In Python’s Numpy library lives an extremely general, but little-known and used, function called `einsum()`

that performs summation according to *Einstein’s summation convention*. In this tutorial article, we demystify `einsum()`

.

The only thing that the reader should need is an understanding of multidimensional Linear Algebra and Python programming. The reader will be better-prepared if he has, in the past, implemented the classic matrix multiplication using three nested loops in the language of his choice.
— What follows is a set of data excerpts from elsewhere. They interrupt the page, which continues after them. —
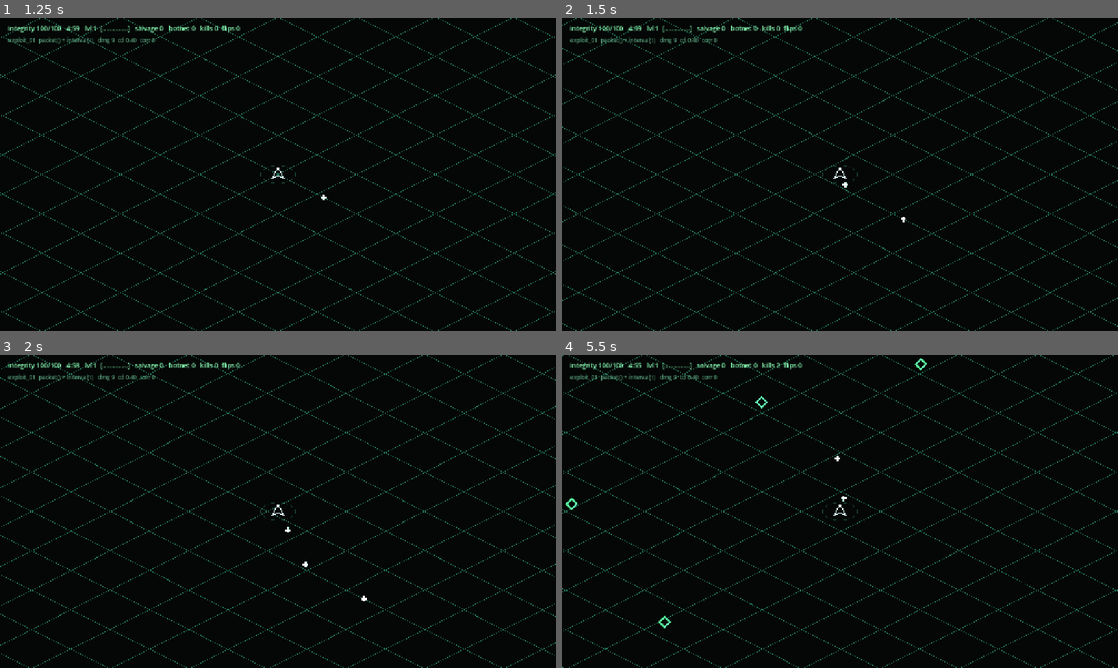
Above: before the commit, frames 1-4 (two rows, left to right).
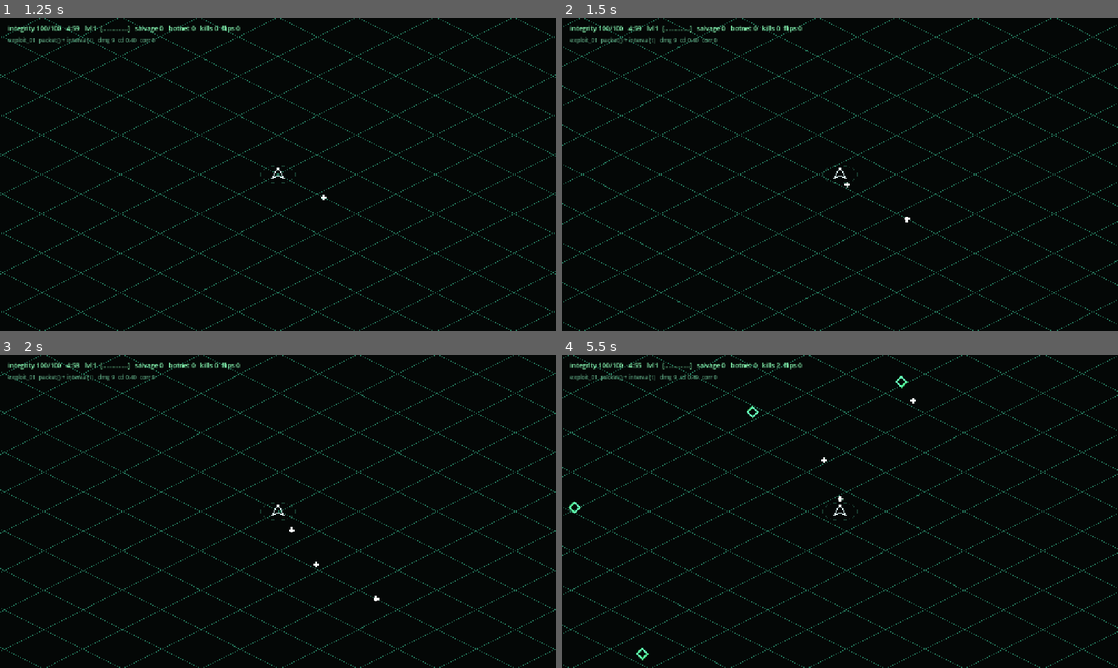
Above: after the commit, the same moments.

Repository: seanperkins/rootkit-game
Game: Godot game, scene res://scenes/main.tscn
Two runs of this game, one before a commit and one after it. Both use one fixed random seed, a clock stepped at 60 frames per second and the inputs below.
Inputs:
- Up to frame 1 (1.25 s): click "./intrude --subnet 01 [ENTER]" at 0.5 s
- Up to frame 2 (1.5 s): tap Enter at 1.25, 1.35 s; hold D from 1.28 s (still down)
- Up to frame 3 (2 s): keep holding D
- Up to frame 4 (5.5 s): release D at 2.03 s; hold S 2.03-2.78 s; tap one key every 0.75 s from 2.1 s: Keypad Enter R Enter Keypad Enter R; hold D 2.78-3.53 s; hold W 3.53-4.28 s; hold A from 4.28 s (still down)

Frame 1 is identical in both runs. In frame 2, 5.6% of the frame differs, in the area x 0-100%, y 0-100%; in frame 3, 5.6%; in frame 4, 5.9%.

Commit message:
feat(iso): slab thickness with per-cell cube faces; even movement in all directions
The ground plane has depth. Only the two NEAR edges are drawn — screen-y grows
with (x + y) in this projection, so the near edges are y = ymax and x = xmax and
the far two would be showing the underside. Each grid cell along those edges
gets its own face with a rib, so the floor reads as a field of cubes rather than
a sheet of paper, with the two faces shaded differently and a post at the near
corner where they meet.

Movement is now uniform on SCREEN rather than in the world. Normalising the
world direction held world speed constant, so on-screen speed inherited the 2:1
squash and left/right moved twice as fast as up/down — which is exactly what it
felt like. Because to_iso(from_iso(d)) is the identity, feeding the unprojected
direction through without renormalising gives exactly PLAYER_SPEED on screen in
every heading: measured 220.0 px/s across all eight, spread 1.000x.

The trade is that world speed now varies with heading — 190 px/s along the
screen horizontal, 379 along the vertical, against a previous constant 220. That
is the right way round for a game where every dodge is judged on screen, but it
does mean vertical repositioning covers more ground than it used to. PLAYER_SPEED
is the single dial if it plays too strong.

input_override stays world-space and normalised, so headless drivers are
unaffected.

Diff:
--- a/scripts/run/backdrop.gd
+++ b/scripts/run/backdrop.gd
@@ -10,6 +10,16 @@
 const LINE := Color(0.16, 0.52, 0.40, 0.85)
 const EDGE := Color(0.35, 1.00, 0.75, 0.9)
 const GLOW := Color(0.12, 0.45, 0.34, 0.35)
+
+## The plane has thickness. Only the two NEAR edges are drawn — in this
+## projection screen-y grows with (x + y), so the near edges are y = ymax and
+## x = xmax; the far two would be showing the underside of the slab.
+## Each grid cell along those edges gets its own face, so the ground reads as a
+## field of cubes rather than a sheet of paper.
+const DEPTH := 30.0
+const FACE_NEAR := Color(0.035, 0.125, 0.100)   # y = ymax, the lit side
+const FACE_SIDE := Color(0.018, 0.070, 0.058)   # x = xmax, turned away
+const RIB := Color(0.20, 0.62, 0.48, 0.75)
 
 var target: Node2D
 
@@ -42,9 +52,55 @@
 			target.to_iso(Vector2(o.x + sz.x, y)), LINE, 1.0)
 		k += 1
 
+	_slab(o, sz)
 	_wall(o, sz, 0.0, EDGE, 3.0)
 	_wall(o, sz, 10.0, GLOW, 2.0)
 	_wall(o, sz, 22.0, GLOW * 0.6, 1.0)
+
+## Breakpoints along an axis: the arena ends plus every grid line between them.
+## The arena origin is not a multiple of STEP, so the first and last cells are
+## partial — including the ends keeps the faces flush with the wall.
+func _breaks(lo: float, hi: float) -> PackedFloat32Array:
+	var out := PackedFloat32Array([lo])
+	var k := int(ceil(lo / STEP))
+	while k * STEP < hi:
+		if k * STEP > lo:
+			out.append(k * STEP)
+		k += 1
+	out.append(hi)
+	return out
+
+func _slab(o: Vector2, sz: Vector2) -> void:
+	var x0 := o.x
+	var x1 := o.x + sz.x
+	var y0 := o.y
+	var y1 := o.y + sz.y
+	var down := Vector2(0.0, DEPTH)
+
+	# Near face: the y = y1 edge, running along x.
+	var xs := _breaks(x0, x1)
+	for i in xs.size() - 1:
+		var a: Vector2 = target.to_iso(Vector2(xs[i], y1))
+		var b: Vector2 = target.to_iso(Vector2(xs[i + 1], y1))
+		draw_colored_polygon(PackedVector2Array([a, b, b + down, a + down]), FACE_NEAR)
+		draw_line(a, a + down, RIB, 1.0)
+	# Side face: the x = x1 edge, running along y.
+	var ys := _breaks(y0, y1)
+	for i in ys.size() - 1:
+		var a2: Vector2 = target.to_iso(Vector2(x1, ys[i]))
+		var b2: Vector2 = target.to_iso(Vector2(x1, ys[i + 1]))
+		draw_colored_polygon(PackedVector2Array([a2, b2, b2 + down, a2 + down]), FACE_SIDE)
+		draw_line(a2, a2 + down, RIB, 1.0)
+
+	# The bottom rail, and the vertical at the near corner where they meet.
+	var corner_l: Vector2 = target.to_iso(Vector2(x0, y1))
+	var corner_n: Vector2 = target.to_iso(Vector2(x1, y1))
+	var corner_r: Vector2 = target.to_iso(Vector2(x1, y0))
+	draw_line(corner_l + down, corner_n + down, EDGE, 2.0)
+	draw_line(corner_n + down, corner_r + down, EDGE, 2.0)
+	draw_line(corner_l, corner_l + down, EDGE, 2.0)
+	draw_line(corner_n, corner_n + down, EDGE, 2.0)
+	draw_line(corner_r, corner_r + down, EDGE, 2.0)
 
 func _wall(o: Vector2, sz: Vector2, inset: float, col: Color, w: float) -> void:
 	var a := o + Vector2(inset, inset)
--- a/scripts/run/run.gd
+++ b/scripts/run/run.gd
@@ -298,7 +298,19 @@
 		if Input.is_physical_key_pressed(KEY_S) or Input.is_physical_key_pressed(KEY_DOWN):
 			input.y += 1.0
 	if input.length_squared() > 0.0:
-		world_dir = from_iso(input).normalized()
+		# Uniform SCREEN speed, not uniform world speed.
+		#
+		# Normalising the WORLD direction keeps world speed constant, which makes
+		# on-screen speed inherit the 2:1 squash — left/right moves twice as fast
+		# as up/down, which is what makes the controls feel lopsided. Because
+		# to_iso(from_iso(d)) == d exactly, feeding the unprojected direction
+		# through WITHOUT renormalising makes the on-screen velocity exactly
+		# PLAYER_SPEED in every direction.
+		#
+		# The trade is that world speed now varies with heading (fastest along
+		# the screen vertical, where the projection compresses most). That is the
+		# right way round for a game where every dodge is judged on screen.
+		world_dir = from_iso(input.normalized())
 	if world_dir.length_squared() > 0.0:
 		player_pos += world_dir * PLAYER_SPEED * dt
 	player_pos = player_pos.clamp(ARENA_ORIGIN + Vector2(40, 40),
--- a/tools/shot_iso.gd
+++ b/tools/shot_iso.gd
@@ -12,7 +12,7 @@
 		run.level_up_offered.connect(func(c): run.choose_card(c[0][0], Loadout.best_target(c[0][1])))
 		# Do NOT jump elapsed: every wave would dump its whole backlog in one
 		# tick, since spawns are derived from elapsed rather than accumulated.
-		run.player_pos = Vector2(-1180, -640)   # near a corner, so the wall is in frame
+		run.player_pos = Vector2(1180, 640)     # near corner, so the slab faces are in frame
 	if frames > 20:
 		# kite, so the player survives long enough to photograph
 		var flee := Vector2.ZERO

# Why you should learn about it

The Einstein summation convention is the ultimate generalization of products such as matrix multiplication to multiple dimensions. It offers a compact and elegant way of specifying almost any product of scalars/vectors/matrices/tensors. Despite its generality, it can reduce the number of errors made by computer scientists and reduce the time they spend reasoning about linear algebra. It does so by being simultaneously *clearer*, *more explicit*, *more self-documenting*, *more declarative* in style and *less cognitively burdensome* to use. Its advantages over such things as matrix multiplication are that it liberates its user from having to think about:

- The correct order in which to supply the argument tensors
- The correct transpositions to apply to the argument tensors
- Ensuring that the correct tensor dimensions are lined up with one another
- The correct transposition to apply to the resulting tensor

The only things it requires are knowledge of:

- Along which dimensions to compute (inner/element-wise/outer) products.
- The desired output shape.

As an aside, Einstein summation is indeed named after the famed physicist and theoretician Albert Einstein. However, Einstein had no part in its development. He merely popularized it, by expressing his entire theory of General Relativity in it. In a letter to Tullio Levi-Civita, co-developer alongside Gregorio Ricci-Curbastro of Ricci calculus (*of which this summation notation was only a part*), Einstein wrote:

I admire the elegance of your method of computation; it must be nice to ride through these fields upon the horse of true mathematics while the like of us have to make our way laboriously on foot.

High praise indeed coming from Einstein himself!

*NB: As a further aside, the most general formulation of Einstein summation involves topics such as covariance and contravariance, indicated by subscript and superscript indices respectively. For our purposes, we will ignore co-/contravariance, since we can and will choose the “basis” we operate in to make the complexities that they introduce disappear.*

# How it Works

While `einsum()`

‘s Numpy documentation may be totally opaque to some, it operates on a simple principle and is enlightening once understood.

## External Interface

The only dependency is Numpy.

It is invoked with a format string and any number of argument Numpy tensors, and returns a result tensor.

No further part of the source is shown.